___ Source material

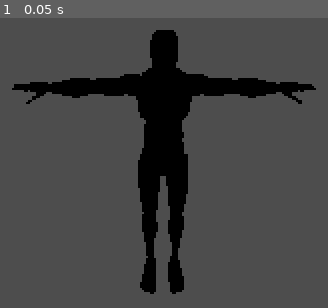
Above: before the commit, frame 1.
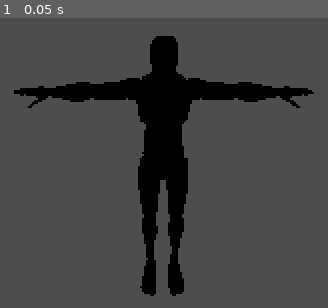
Above: after the commit, the same moment.

Repository: iriake/strata-project
Game: Godot game, scene res://scenes/player/node_3d.tscn
Two runs of this game, one before a commit and one after it. Both use one fixed random seed, a clock stepped at 60 frames per second and the inputs below.
Inputs:
- Up to frame 1 (0.05 s): no input

The runs differ from the first frame. In frame 1, 3.3% of the frame differs, in the area x 3-97%, y 4-96%.

Commit message:
feat: archivos base para cada carpeta

Diff:
--- /dev/null
+++ b/autoloads/EventBus.gd
@@ -0,0 +1,11 @@
+extends Node
+
+
+# Called when the node enters the scene tree for the first time.
+func _ready() -> void:
+	pass # Replace with function body.
+
+
+# Called every frame. 'delta' is the elapsed time since the previous frame.
+func _process(delta: float) -> void:
+	pass
--- /dev/null
+++ b/autoloads/GameManager.gd
@@ -0,0 +1,11 @@
+extends Node
+
+
+# Called when the node enters the scene tree for the first time.
+func _ready() -> void:
+	pass # Replace with function body.
+
+
+# Called every frame. 'delta' is the elapsed time since the previous frame.
+func _process(delta: float) -> void:
+	pass
--- a/project.godot
+++ b/project.godot
@@ -15,6 +15,11 @@
 config/features=PackedStringArray("4.6", "Forward Plus")
 config/icon="res://icon.svg"
 
+[autoload]
+
+EventBus="*uid://cncjwq03v4vng"
+GameManager="*uid://chukh6e6loin5"
+
 [physics]
 
 3d/physics_engine="Jolt Physics"
--- /dev/null
+++ b/scenes/dimension/DimensionManager.tscn
@@ -0,0 +1,6 @@
+[gd_scene format=3 uid="uid://foug5c67jr3j"]
+
+[ext_resource type="Script" uid="uid://wqf5v2rggnap" path="res://scripts/dimension/dimension_system.gd" id="1_usqx6"]
+
+[node name="Node3D" type="Node3D" unique_id=1500566256]
+script = ExtResource("1_usqx6")
--- /dev/null
+++ b/scenes/objects/BlockMovable.tscn
@@ -0,0 +1,11 @@
+[gd_scene format=3 uid="uid://cs5ryrtx0g511"]
+
+[ext_resource type="Script" uid="uid://ctm1eub3b3c1j" path="res://scripts/objects/block_movable.gd" id="1_ow8ba"]
+
+[sub_resource type="BoxShape3D" id="BoxShape3D_723wm"]
+
+[node name="Node3D" type="RigidBody3D" unique_id=707668681]
+script = ExtResource("1_ow8ba")
+
+[node name="CollisionShape3D" type="CollisionShape3D" parent="." unique_id=313613553]
+shape = SubResource("BoxShape3D_723wm")
--- /dev/null
+++ b/scenes/objects/Button.tscn
@@ -0,0 +1,6 @@
+[gd_scene format=3 uid="uid://dwjh884il01ci"]
+
+[ext_resource type="Script" uid="uid://d1qcg4cuwpyd8" path="res://scripts/objects/button.gd" id="1_hug48"]
+
+[node name="Node3D" type="Node3D" unique_id=1354814129]
+script = ExtResource("1_hug48")
--- a/scenes/player/node_3d.tscn
+++ b/scenes/player/node_3d.tscn
@@ -1,24 +1,17 @@
 [gd_scene format=3 uid="uid://bfop5tbjv152r"]
 
-[ext_resource type="PackedScene" uid="uid://dfssymksab1fw" path="res://scenes/player/player.tscn" id="1_a202f"]
+[ext_resource type="PackedScene" uid="uid://dfssymksab1fw" path="res://scenes/player/Player.tscn" id="1_jsqs4"]
 
 [sub_resource type="PhysicsMaterial" id="PhysicsMaterial_noarx"]
 
-[sub_resource type="BoxShape3D" id="BoxShape3D_a0tk4"]
-size = Vector3(2.9238281, 1, 2.901245)
+[node name="Node3D" type="CharacterBody3D" unique_id=1998789407]
 
-[node name="Node3D" type="Node3D" unique_id=2096319134]
-
-[node name="Player" parent="." unique_id=806152090 instance=ExtResource("1_a202f")]
+[node name="Player" parent="." unique_id=806152090 instance=ExtResource("1_jsqs4")]
 transform = Transform3D(1, 0, 0, 0, 1, 0, 0, 0, 1, -0.17772797, 0.5970473, 0.65566355)
 
 [node name="StaticBody3D" type="StaticBody3D" parent="." unique_id=677985095]
 physics_material_override = SubResource("PhysicsMaterial_noarx")
 
-[node name="CollisionShape3D" type="CollisionShape3D" parent="StaticBody3D" unique_id=1434845291]
-transform = Transform3D(1, 0, 0, 0, 1, 0, 0, 0, 1, 0.96191406, 0, 0.9247446)
-shape = SubResource("BoxShape3D_a0tk4")
-debug_color = Color(0.025514591, 0.60081005, 0.69330573, 0.41960785)
-
 [node name="Camera3D" type="Camera3D" parent="." unique_id=1430078853]
 transform = Transform3D(1, 0, 0, 0, 0.92670584, 0.3757876, 0, -0.3757876, 0.92670584, -0.2608801, 3.397015, 4.1556096)
+current = true
--- a/scenes/player/player.tscn
+++ b/scenes/player/player.tscn
@@ -2,7 +2,11 @@
 
 [ext_resource type="PackedScene" uid="uid://be46isol6hfk7" path="res://assets/player_assets/Universal Animation Library[Standard]/Unreal-Godot/UAL1_Standard.glb" id="1_4flbx"]
 
-[node name="Player" type="Node3D" unique_id=806152090]
+[sub_resource type="CapsuleShape3D" id="CapsuleShape3D_wr5hl"]
+
+[node name="Player" type="CharacterBody3D" unique_id=344500412]
 
 [node name="UAL1_Standard" parent="." unique_id=599106669 instance=ExtResource("1_4flbx")]
-transform = Transform3D(1, 0, 0, 0, 1, 0, 0, 0, 1, 0.00033673272, 0.042599916, 0.029787779)
+
+[node name="CollisionShape3D" type="CollisionShape3D" parent="." unique_id=1238858582]
+shape = SubResource("CapsuleShape3D_wr5hl")
--- /dev/null
+++ b/scenes/world/World.tscn
@@ -0,0 +1,3 @@
+[gd_scene format=3 uid="uid://dah42jei33yp4"]
+
+[node name="Node3D" type="Node3D" unique_id=419872312]
--- /dev/null
+++ b/scripts/dimension/dimension_system.gd
@@ -0,0 +1,11 @@
+extends Node3D
+
+
+# Called when the node enters the scene tree for the first time.
+func _ready() -> void:
+	pass # Replace with function body.
+
+
+# Called every frame. 'delta' is the elapsed time since the previous frame.
+func _process(delta: float) -> void:
+	pass
--- /dev/null
+++ b/scripts/dimension/dimension_transition.gd
@@ -0,0 +1,11 @@
+extends Node
+
+
+# Called when the node enters the scene tree for the first time.
+func _ready() -> void:
+	pass # Replace with function body.
+
+
+# Called every frame. 'delta' is the elapsed time since the previous frame.
+func _process(delta: float) -> void:
+	pass
--- /dev/null
+++ b/scripts/objects/block_movable.gd
@@ -0,0 +1,11 @@
+extends RigidBody3D
+
+
+# Called when the node enters the scene tree for the first time.
+func _ready() -> void:
+	pass # Replace with function body.
+
+
+# Called every frame. 'delta' is the elapsed time since the previous frame.
+func _process(delta: float) -> void:
+	pass
--- /dev/null
+++ b/scripts/objects/button.gd
@@ -0,0 +1,11 @@
+extends Node3D
+
+
+# Called when the node enters the scene tree for the first time.
+func _ready() -> void:
+	pass # Replace with function body.
+
+
+# Called every frame. 'delta' is the elapsed time since the previous frame.
+func _process(delta: float) -> void:
+	pass
--- /dev/null
+++ b/scripts/player/player_movement.gd
@@ -0,0 +1,11 @@
+extends Node
+
+
+# Called when the node enters the scene tree for the first time.
+func _ready() -> void:
+	pass # Replace with function body.
+
+
+# Called every frame. 'delta' is the elapsed time since the previous frame.
+func _process(delta: float) -> void:
+	pass
Not shown, added: autoloads/EventBus.gd.uid
Not shown, added: autoloads/GameManager.gd.uid
Not shown, added: scripts/dimension/dimension_system.gd.uid
Not shown, added: scripts/dimension/dimension_transition.gd.uid
Not shown, added: scripts/objects/block_movable.gd.uid
Not shown, added: scripts/objects/button.gd.uid
Not shown, added: scripts/player/player_movement.gd.uid

______

**Brief:**
Restate the data word for word from its first line through the line with "Game: Godot game, scene", leaving out any picture along the way.

**Exercise solution:**
Above: before the commit, frame 1.
Above: after the commit, the same moment.

Repository: iriake/strata-project
Game: Godot game, scene res://scenes/player/node_3d.tscn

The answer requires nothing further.